The first proper stop was on part of what used to be called China Beach, where we paddled and relaxed for a bit on the beach. We also stopped at another section of beach in Da Nang, before popping into a bakery for lunch. Not much gluten free there (of course), but I’d been warned, so I’d grabbed some chips at the previous stop. T did say that one of the cakes was just made from rice, so I tried it, but the old tum wasn’t too happy later on, so I think it might not have been entirely correct. I resolved to not take the chance next time!

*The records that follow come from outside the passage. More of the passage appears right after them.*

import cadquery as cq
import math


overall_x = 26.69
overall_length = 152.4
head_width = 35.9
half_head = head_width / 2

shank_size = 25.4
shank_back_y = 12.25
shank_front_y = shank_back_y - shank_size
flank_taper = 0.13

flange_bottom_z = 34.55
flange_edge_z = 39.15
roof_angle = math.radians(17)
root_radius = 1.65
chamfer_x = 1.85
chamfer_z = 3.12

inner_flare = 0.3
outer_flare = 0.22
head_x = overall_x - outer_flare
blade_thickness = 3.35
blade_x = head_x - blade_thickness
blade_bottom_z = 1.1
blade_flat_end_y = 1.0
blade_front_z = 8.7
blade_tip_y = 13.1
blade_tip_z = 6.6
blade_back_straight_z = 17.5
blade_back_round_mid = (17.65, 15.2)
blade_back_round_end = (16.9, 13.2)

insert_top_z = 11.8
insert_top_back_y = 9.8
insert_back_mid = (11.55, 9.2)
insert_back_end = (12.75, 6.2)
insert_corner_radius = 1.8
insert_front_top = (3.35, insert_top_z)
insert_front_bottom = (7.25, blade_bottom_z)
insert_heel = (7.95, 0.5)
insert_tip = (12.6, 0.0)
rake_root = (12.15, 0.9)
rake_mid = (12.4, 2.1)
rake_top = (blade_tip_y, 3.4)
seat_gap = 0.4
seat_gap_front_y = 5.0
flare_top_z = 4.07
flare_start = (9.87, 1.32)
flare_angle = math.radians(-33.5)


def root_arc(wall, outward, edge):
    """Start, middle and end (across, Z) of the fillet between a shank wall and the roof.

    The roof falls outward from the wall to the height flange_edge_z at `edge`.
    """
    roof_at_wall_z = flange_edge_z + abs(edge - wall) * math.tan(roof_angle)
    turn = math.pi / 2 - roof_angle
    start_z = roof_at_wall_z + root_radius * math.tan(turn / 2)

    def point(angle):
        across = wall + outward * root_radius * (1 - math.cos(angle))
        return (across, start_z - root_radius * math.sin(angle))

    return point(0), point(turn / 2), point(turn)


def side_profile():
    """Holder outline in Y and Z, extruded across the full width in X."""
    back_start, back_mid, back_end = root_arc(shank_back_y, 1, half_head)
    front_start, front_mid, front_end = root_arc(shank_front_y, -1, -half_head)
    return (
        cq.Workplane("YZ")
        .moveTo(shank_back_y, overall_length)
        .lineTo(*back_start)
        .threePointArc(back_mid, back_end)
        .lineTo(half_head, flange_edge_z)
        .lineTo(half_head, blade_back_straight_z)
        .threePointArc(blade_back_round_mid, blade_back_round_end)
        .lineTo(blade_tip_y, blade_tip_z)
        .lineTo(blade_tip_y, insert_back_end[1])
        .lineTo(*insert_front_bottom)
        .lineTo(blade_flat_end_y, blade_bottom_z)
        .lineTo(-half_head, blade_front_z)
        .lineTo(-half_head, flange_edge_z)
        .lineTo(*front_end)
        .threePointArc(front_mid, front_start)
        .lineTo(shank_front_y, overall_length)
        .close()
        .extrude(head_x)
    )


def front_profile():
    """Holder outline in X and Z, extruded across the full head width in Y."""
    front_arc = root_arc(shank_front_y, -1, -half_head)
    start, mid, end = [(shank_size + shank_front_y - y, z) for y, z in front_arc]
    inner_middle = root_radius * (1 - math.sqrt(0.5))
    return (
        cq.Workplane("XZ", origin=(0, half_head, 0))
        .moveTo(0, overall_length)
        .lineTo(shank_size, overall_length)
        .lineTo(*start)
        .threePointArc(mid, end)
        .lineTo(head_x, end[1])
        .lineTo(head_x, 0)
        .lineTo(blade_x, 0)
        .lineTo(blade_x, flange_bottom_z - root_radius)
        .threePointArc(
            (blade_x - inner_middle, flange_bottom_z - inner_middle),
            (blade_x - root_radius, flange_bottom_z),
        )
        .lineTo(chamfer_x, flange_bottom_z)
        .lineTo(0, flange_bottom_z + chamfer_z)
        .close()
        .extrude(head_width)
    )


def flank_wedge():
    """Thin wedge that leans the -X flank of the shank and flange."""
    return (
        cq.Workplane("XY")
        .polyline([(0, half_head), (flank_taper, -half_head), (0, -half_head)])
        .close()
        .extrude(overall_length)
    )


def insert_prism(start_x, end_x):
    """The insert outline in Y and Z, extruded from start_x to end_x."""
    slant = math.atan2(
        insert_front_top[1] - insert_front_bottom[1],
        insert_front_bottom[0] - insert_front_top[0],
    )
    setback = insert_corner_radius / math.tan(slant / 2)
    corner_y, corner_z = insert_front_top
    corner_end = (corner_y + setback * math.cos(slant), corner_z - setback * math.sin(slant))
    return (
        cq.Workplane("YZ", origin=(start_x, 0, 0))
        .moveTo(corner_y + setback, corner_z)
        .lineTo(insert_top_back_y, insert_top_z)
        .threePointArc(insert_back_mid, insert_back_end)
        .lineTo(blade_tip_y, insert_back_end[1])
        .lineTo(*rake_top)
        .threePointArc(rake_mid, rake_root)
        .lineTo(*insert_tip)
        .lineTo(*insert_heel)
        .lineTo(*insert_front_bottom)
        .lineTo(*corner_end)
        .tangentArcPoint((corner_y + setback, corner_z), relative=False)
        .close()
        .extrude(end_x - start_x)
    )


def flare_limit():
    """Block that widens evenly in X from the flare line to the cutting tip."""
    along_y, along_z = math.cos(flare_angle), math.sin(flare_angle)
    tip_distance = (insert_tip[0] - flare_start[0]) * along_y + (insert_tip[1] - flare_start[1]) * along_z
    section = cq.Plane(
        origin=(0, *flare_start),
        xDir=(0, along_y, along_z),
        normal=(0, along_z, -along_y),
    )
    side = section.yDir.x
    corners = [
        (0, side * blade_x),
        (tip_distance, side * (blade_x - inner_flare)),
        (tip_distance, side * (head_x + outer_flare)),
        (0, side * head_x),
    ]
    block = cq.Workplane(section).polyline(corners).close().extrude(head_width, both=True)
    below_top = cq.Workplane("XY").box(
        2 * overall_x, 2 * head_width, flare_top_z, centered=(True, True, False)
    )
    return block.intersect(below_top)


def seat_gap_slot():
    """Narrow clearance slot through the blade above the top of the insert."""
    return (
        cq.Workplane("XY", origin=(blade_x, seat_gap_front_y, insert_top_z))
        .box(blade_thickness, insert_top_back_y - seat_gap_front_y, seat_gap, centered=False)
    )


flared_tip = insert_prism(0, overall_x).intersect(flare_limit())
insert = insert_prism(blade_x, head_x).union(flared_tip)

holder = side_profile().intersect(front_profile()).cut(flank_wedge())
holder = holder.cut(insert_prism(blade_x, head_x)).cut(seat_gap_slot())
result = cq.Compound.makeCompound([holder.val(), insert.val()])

After reaching our hotel in Hoi An, the Phu Thinh “boutique” hotel, we all rejoiced in the aircon before heading back out for a tour of the town. Shopping is really the raison d’être for Hoi An – mainly tailors, but also cheap imported tourist tat clothes, quick-turnaround spectacles, jewellers, custom shoe makers, and the list goes on…

Markets

Markets

T showed us a couple of “recommended” places, and then left us to our own devices in Yaly, the best tailor company is Hoi An. Dangerous, dangerous place. I ordered three dresses (one linen shirt-dress, one cotton print dress and one silk chiffon maxi – delicious!), plus had a couple of tops copied for Mum, and R went to town on a suit and various shirts.

While on our way back to the hotel, clutching the smoking Visa card, we passed a place making those zip-off convertible trousers, which I’d always damned as “screams ‘tourist'”. These were black with flashes of red on the pocket, so I buckled under and ordered a pair. Then I saw twenty other shops with the same thing! Oh well…

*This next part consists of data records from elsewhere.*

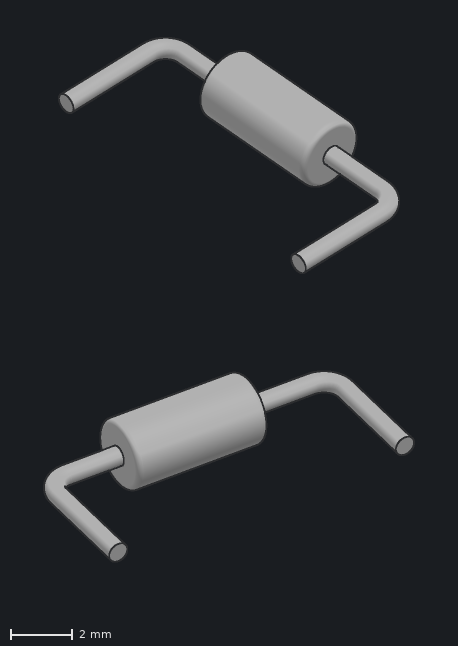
import cadquery as cq

OVERALL_WIDTH = 11.7
OVERALL_DEPTH = 5.75
HOUSING_DIAMETER = 2.5
HOUSING_LENGTH = 5.0
HOUSING_OFFSET = -0.2
HOUSING_EDGE_RADIUS = 0.2
WIRE_DIAMETER = 0.7
BEND_RADIUS = 0.81

leg_x = (OVERALL_WIDTH - WIRE_DIAMETER) / 2
leg_end_y = HOUSING_DIAMETER / 2 - OVERALL_DEPTH
bend_start_x = leg_x - BEND_RADIUS


def make_housing():
    """Cylinder with rounded rims and a through bore for the lead."""
    left_end = cq.Workplane("YZ").workplane(offset=HOUSING_OFFSET - HOUSING_LENGTH / 2)
    cylinder = left_end.circle(HOUSING_DIAMETER / 2).extrude(HOUSING_LENGTH)
    rounded = cylinder.edges("%CIRCLE").fillet(HOUSING_EDGE_RADIUS)
    bore = left_end.circle(WIRE_DIAMETER / 2).extrude(HOUSING_LENGTH)
    return rounded.cut(bore)


def make_lead():
    """One round wire through the housing, bent at both ends toward -Y."""
    centreline = (
        cq.Workplane("XY")
        .moveTo(-leg_x, leg_end_y)
        .lineTo(-leg_x, -BEND_RADIUS)
        .tangentArcPoint((-bend_start_x, 0), relative=False)
        .lineTo(bend_start_x, 0)
        .tangentArcPoint((leg_x, -BEND_RADIUS), relative=False)
        .lineTo(leg_x, leg_end_y)
    )
    leg_end = cq.Workplane("XZ", origin=(-leg_x, leg_end_y, 0))
    return leg_end.circle(WIRE_DIAMETER / 2).sweep(centreline)


housing = make_housing()
lead = make_lead()

result = cq.Compound.makeCompound([housing.solids().val(), lead.val()])

We also got distracted into a shoe shop, Kim Anh, which copied shoes from pictures etc. R bought a parti-coloured pair of Converse-style hi-tops and some dress shoes, and I ordered some teal sandals and a pair of green with yellow piping Mary Janes, and a green handbag. The shoulder straps are even long enough, because they were made to fit!

While we were in there looking at the leather goods, the guy from the place I’d ordered the pants from came rushing in to check that charcoal grey was okay for the pants, as they didn’t have black. Amazing that he found us!

Visa card fainting under the pressure, we headed back to the hotel just in time to meet up with the gang for dinner. We were going to a “family” restaurant which an ex-chef had opened up in his home, to try some local specialties.

Tomato and fish soup

Tomato and fish soup

Dinner was fantastic, especially when washed down with a mojito or three. We had a tomato and fish soup to start, king prawns with a cumquat sauce, gummy shark with stir-fried morning glory (water spinach) and roasted pork rib. There was a bit of unpleasantness at the end when they couldn’t work out who hadn’t paid for one of the drinks ($3), which seemed a bit rich since they were the ones keeping track, plus they got a significant tip from the group at the end.

The whole tipping thing here is a bit weird. Everywhere we’ve read says that Vietnam is not a tipping culture, and not to tip unless for really amazing service, but T enforces tipping wherever we are. The taxi drivers here expect so much of a tip that they don’t even bother trying to give change, and just drive off without offering the change which was a quarter of the amount paid! A bit cheeky.